O setor de organização e produção de eventos em Moçambique enfrenta um clima de forte tensão, após denúncias públicas de alegada concentração sistemática de contratos públicos e privados nas mãos do Grupo Evolution Moçambique, empresa associada a capitais portugueses.
Empresários nacionais afirmam que a empresa
tem sido beneficiada com adjudicações diretas e concursos considerados
“viciados”, o que, segundo alegam, tem conduzido dezenas de operadores
moçambicanos à asfixia financeira e iminente falência.
Acusações
de favorecimento e adjudicações diretas
De acordo com fontes do setor, a Evolution
estaria a beneficiar de alegado apadrinhamento de figuras influentes ligadas ao
partido no poder, a FRELIMO, incluindo antigos membros do Governo e
responsáveis em empresas públicas.
As denúncias apontam para:
- Adjudicações
sem concurso público;
- Prazos
exíguos (cerca de 15 dias) para apresentação de propostas em concursos
formais;
- Entregas
antecipadas de projetos à Evolution com meses de antecedência;
- Subcontratação
posterior de empresas nacionais a valores considerados residuais.
Uma fonte empresarial sustenta que tais
práticas criam um ambiente de concorrência desigual, agravando a situação de
empresas que suportam custos fixos elevados — rendas, salários, manutenção de
equipamentos e encargos bancários — sem acesso equitativo ao mercado.
Histórico
judicial e mudança de designação
As críticas incluem referência a um caso
judicial envolvendo a empresa S&R – Santos & Reis Estruturas e
Eventos, apontada como anterior designação do grupo. Segundo relato de um
advogado ouvido pelos empresários, a empresa esteve ligada a um processo
envolvendo o IPEX (Instituto para a Promoção das Exportações), que
resultou na condenação da então diretora, Cecília Candrinho, por
adjudicações diretas consideradas irregulares.
A dirigente foi condenada a pena de prisão
convertida e ao pagamento de cerca de 60 milhões de meticais ao Estado.
Empresários afirmam que, após esse episódio,
o grupo teria alterado a designação comercial para Grupo Evolution Moçambique.
Impacto
económico e social
O setor de eventos emprega diretamente
dezenas de trabalhadores por empresa, além de técnicos sazonais — eletricistas,
montadores, operadores de som e imagem, técnicos de frio, serviços de limpeza e
catering.
Segundo representantes empresariais:
- Cada
empresa emprega, em média, mais de 60 trabalhadores diretos;
- Cada
trabalhador sustenta agregados familiares alargados;
- O
colapso do setor poderá gerar impacto social significativo.

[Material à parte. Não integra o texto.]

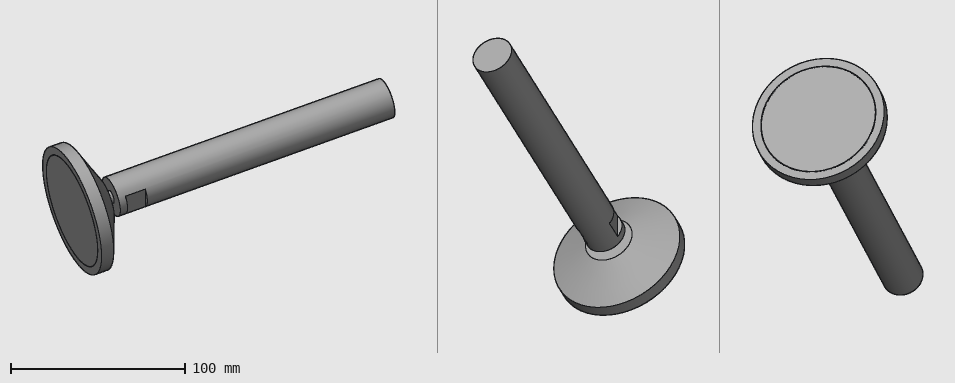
import cadquery as cq
import math

overall_length = 200.0
rim_height = 7.8
foot_height = 20.0
neck_start = 21.2
shaft_start = 25.0
flat_start = 29.5
flat_length = 12.5

foot_diameter = 78.0
foot_top_diameter = 28.8
groove_outer_diameter = 68.0
groove_inner_diameter = 67.5
groove_depth = 1.0

shaft_diameter = 24.0
across_flats = 18.5
neck_diameter = 7.8
ball_diameter = 18.0

ball_center = neck_start - math.sqrt(ball_diameter**2 - neck_diameter**2) / 2


def cylinder(diameter, start, length):
    """Cylinder on the Y axis, running from start toward +Y."""
    base = cq.Workplane("XZ", origin=(0, start, 0))
    return base.circle(diameter / 2).extrude(-length)


def make_ball():
    return cq.Workplane("XY").sphere(ball_diameter / 2).translate((0, ball_center, 0))


def make_foot():
    """Conical foot with a ball socket and a narrow ring groove in its underside."""
    profile = [
        (0, 0),
        (foot_diameter / 2, 0),
        (foot_diameter / 2, rim_height),
        (foot_top_diameter / 2, foot_height),
        (0, foot_height),
    ]
    foot = cq.Workplane("XY").polyline(profile).close().revolve(360, (0, 0), (0, 1))
    groove = cylinder(groove_outer_diameter, 0, groove_depth).cut(
        cylinder(groove_inner_diameter, 0, groove_depth)
    )
    return foot.cut(groove).cut(make_ball())


def make_spindle():
    """Round shaft with two wrench flats, a thin neck and a ball end."""
    shaft = cylinder(shaft_diameter, shaft_start, overall_length - shaft_start)
    flat_center = flat_start + flat_length / 2
    cutter_width = shaft_diameter - across_flats
    for side in (-1, 1):
        cutter = cq.Workplane("XY").box(cutter_width, flat_length, shaft_diameter)
        cutter_x = side * (across_flats + cutter_width) / 2
        shaft = shaft.cut(cutter.translate((cutter_x, flat_center, 0)))
    neck = cylinder(neck_diameter, ball_center, shaft_start - ball_center)
    return shaft.union(neck).union(make_ball())


foot = make_foot()
spindle = make_spindle()

result = cq.Compound.makeCompound([foot.val(), spindle.val()])

Há ainda denúncias de facilidades de crédito
junto da banca comercial — nomeadamente Millennium BIM e Banco
Comercial e de Investimentos — supostamente não acessíveis nas mesmas
condições às empresas nacionais. Não há, contudo, confirmação pública dessas
alegações.
Alegada
concentração em grandes instituições públicas
Entre as instituições referidas como clientes
recorrentes da Evolution constam:
- Hidroeléctrica
de Cahora Bassa (HCB)
- Banco
de Moçambique
- APIEX
- FACIM
- Centro
Internacional de Conferências Joaquim Chissano
Empresários afirmam que, no caso da FACIM, a
Evolution tem assumido papel central na montagem de pavilhões, estruturas e
produção técnica, levantando questionamentos sobre eventual concentração
excessiva de contratos.
Apelos à
investigação
As denúncias culminam com apelos formais para
intervenção do Gabinete Central de Combate à Corrupção, solicitando
investigação sobre:
- Eventuais
conflitos de interesse;
- Possíveis
pagamentos ilícitos;
- Critérios
de adjudicação;
- Cumprimento
da legislação sobre contratação pública.
Até ao momento, não há posicionamento público
da empresa visada nem das instituições mencionadas relativamente às acusações.
Questão
de fundo: concorrência e soberania económica
Para os empresários nacionais, a questão
ultrapassa a disputa comercial. Argumentam que está em causa:
- A
sustentabilidade das indústrias culturais e criativas;
- A
proteção do tecido empresarial nacional;
- A
transparência nos processos de contratação pública.
Reiteram não se opor ao investimento
estrangeiro, mas defendem igualdade de oportunidades, concursos transparentes e
fiscalização rigorosa.
O debate agora desloca-se para o campo
institucional: caberá às autoridades competentes averiguar os factos e, se
necessário, responsabilizar os envolvidos.